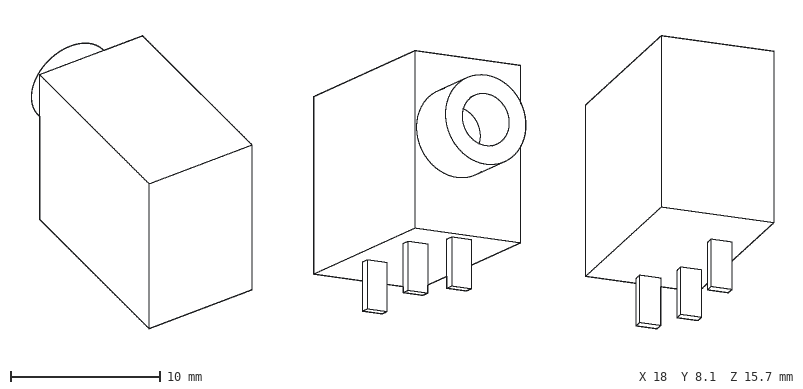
import cadquery as cq

total_length = 18.0
total_height = 15.7

housing_length = 14.0
housing_width = 8.1
housing_height = 12.3

sleeve_length = total_length - housing_length
sleeve_diameter = 6.17
bore_diameter = 3.6
bore_depth = sleeve_length
sleeve_y = 0.85
sleeve_z = 7.0

pin_thickness = 0.7
pin_width = 1.51
pin_length = total_height - housing_height
pin_row_offset = 2.0

pin_centres = [
    (1.2, 0.0),
    (3.64, pin_row_offset),
    (9.25, pin_row_offset),
]


def make_housing():
    """Rectangular block with a sleeve and a blind bore along +X."""
    block = cq.Workplane("XY").box(
        housing_length, housing_width, housing_height, centered=(False, True, False)
    )
    sleeve_end = cq.Workplane("YZ", origin=(-sleeve_length, sleeve_y, sleeve_z))
    sleeve = sleeve_end.circle(sleeve_diameter / 2).extrude(sleeve_length)
    bore = sleeve_end.circle(bore_diameter / 2).extrude(bore_depth)
    return block.union(sleeve).cut(bore)


def make_pin(x, y):
    """Straight flat pin hanging from the underside of the block."""
    return (
        cq.Workplane("XY")
        .center(x, y)
        .rect(pin_thickness, pin_width)
        .extrude(-pin_length)
    )


housing = make_housing()
pins = [make_pin(x, y) for x, y in pin_centres]

result = cq.Compound.makeCompound([housing.val(), *[pin.val() for pin in pins]])

★ ★ ★

- [ASSIGNMENT] What lines above contain the word "pins"? Return each such line.

- [OUTPUT]
pins = [make_pin(x, y) for x, y in pin_centres]
result = cq.Compound.makeCompound([housing.val(), *[pin.val() for pin in pins]])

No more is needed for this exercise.